(INFORMATION Opens)

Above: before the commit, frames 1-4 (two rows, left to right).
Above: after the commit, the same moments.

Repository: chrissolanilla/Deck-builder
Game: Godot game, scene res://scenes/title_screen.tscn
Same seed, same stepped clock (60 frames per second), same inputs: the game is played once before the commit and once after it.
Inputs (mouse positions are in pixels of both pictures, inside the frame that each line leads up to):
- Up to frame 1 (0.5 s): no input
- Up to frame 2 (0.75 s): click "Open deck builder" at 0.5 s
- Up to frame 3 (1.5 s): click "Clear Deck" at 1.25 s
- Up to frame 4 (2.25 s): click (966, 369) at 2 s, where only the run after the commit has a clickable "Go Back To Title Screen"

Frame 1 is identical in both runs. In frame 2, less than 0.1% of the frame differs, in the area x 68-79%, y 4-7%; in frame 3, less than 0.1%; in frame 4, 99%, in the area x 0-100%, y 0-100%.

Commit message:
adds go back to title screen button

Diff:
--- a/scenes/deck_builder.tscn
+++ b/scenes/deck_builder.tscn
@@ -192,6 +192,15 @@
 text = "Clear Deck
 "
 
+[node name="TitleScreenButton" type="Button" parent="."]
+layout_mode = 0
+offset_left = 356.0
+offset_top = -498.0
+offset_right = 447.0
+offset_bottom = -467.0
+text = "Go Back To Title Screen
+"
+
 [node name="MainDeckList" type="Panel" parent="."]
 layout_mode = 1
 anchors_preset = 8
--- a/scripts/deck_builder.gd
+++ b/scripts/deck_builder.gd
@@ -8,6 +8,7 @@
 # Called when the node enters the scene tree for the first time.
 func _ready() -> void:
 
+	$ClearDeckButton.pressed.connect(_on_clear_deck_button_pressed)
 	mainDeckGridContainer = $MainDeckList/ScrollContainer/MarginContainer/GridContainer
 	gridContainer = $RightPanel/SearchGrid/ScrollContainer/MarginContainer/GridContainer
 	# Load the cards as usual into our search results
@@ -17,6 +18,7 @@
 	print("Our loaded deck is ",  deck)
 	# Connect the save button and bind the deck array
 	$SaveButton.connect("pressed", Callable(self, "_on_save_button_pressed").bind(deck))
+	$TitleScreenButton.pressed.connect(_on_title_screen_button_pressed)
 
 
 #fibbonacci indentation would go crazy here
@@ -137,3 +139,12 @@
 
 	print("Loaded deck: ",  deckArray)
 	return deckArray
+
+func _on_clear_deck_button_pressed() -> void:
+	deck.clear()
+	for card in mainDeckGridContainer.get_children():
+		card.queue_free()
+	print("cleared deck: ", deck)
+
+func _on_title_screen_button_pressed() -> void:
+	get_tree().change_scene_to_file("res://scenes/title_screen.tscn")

(INFORMATION Closes)
(INFORMATION Opens)

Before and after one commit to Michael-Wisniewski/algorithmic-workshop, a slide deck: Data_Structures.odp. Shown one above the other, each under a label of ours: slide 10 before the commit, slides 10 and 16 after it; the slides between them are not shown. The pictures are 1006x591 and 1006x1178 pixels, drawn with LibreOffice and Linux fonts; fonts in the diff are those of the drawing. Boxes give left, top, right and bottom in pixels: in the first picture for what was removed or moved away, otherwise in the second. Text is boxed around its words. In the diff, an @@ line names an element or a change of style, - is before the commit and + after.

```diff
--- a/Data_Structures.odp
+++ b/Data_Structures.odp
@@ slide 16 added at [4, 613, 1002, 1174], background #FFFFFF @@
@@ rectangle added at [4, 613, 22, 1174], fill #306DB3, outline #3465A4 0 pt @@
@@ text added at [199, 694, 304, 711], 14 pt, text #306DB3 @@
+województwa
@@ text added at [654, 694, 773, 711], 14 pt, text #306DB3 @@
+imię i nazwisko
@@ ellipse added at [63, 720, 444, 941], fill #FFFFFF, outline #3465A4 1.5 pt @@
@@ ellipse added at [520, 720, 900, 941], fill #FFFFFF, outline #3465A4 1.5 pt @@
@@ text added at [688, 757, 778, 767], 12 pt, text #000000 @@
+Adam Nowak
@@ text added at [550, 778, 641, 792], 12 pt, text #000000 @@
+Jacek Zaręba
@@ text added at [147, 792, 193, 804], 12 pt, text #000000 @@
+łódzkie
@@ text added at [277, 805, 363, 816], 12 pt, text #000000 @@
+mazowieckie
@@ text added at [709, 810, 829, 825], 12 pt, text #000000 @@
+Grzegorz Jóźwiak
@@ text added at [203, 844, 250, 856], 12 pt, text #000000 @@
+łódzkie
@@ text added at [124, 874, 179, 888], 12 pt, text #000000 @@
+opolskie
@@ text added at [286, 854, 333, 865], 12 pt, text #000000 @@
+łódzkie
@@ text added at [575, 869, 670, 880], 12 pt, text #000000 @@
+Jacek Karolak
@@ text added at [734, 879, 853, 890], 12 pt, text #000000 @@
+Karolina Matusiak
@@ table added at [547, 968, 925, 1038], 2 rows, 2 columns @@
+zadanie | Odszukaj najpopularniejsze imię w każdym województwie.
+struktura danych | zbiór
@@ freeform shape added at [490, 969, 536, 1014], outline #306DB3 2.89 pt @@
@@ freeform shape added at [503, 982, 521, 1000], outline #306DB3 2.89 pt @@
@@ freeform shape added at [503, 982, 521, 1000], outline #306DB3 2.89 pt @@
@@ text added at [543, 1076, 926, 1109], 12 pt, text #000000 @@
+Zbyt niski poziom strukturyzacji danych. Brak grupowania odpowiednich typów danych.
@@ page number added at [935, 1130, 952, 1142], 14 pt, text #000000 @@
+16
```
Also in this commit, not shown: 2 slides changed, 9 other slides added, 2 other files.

(INFORMATION Closes)

■ **WHAT IS REQUIRED**
Matching lines for the string "scenes": count them across the listing and reply with the number alone.

■ **WRITTEN SOLUTION**
4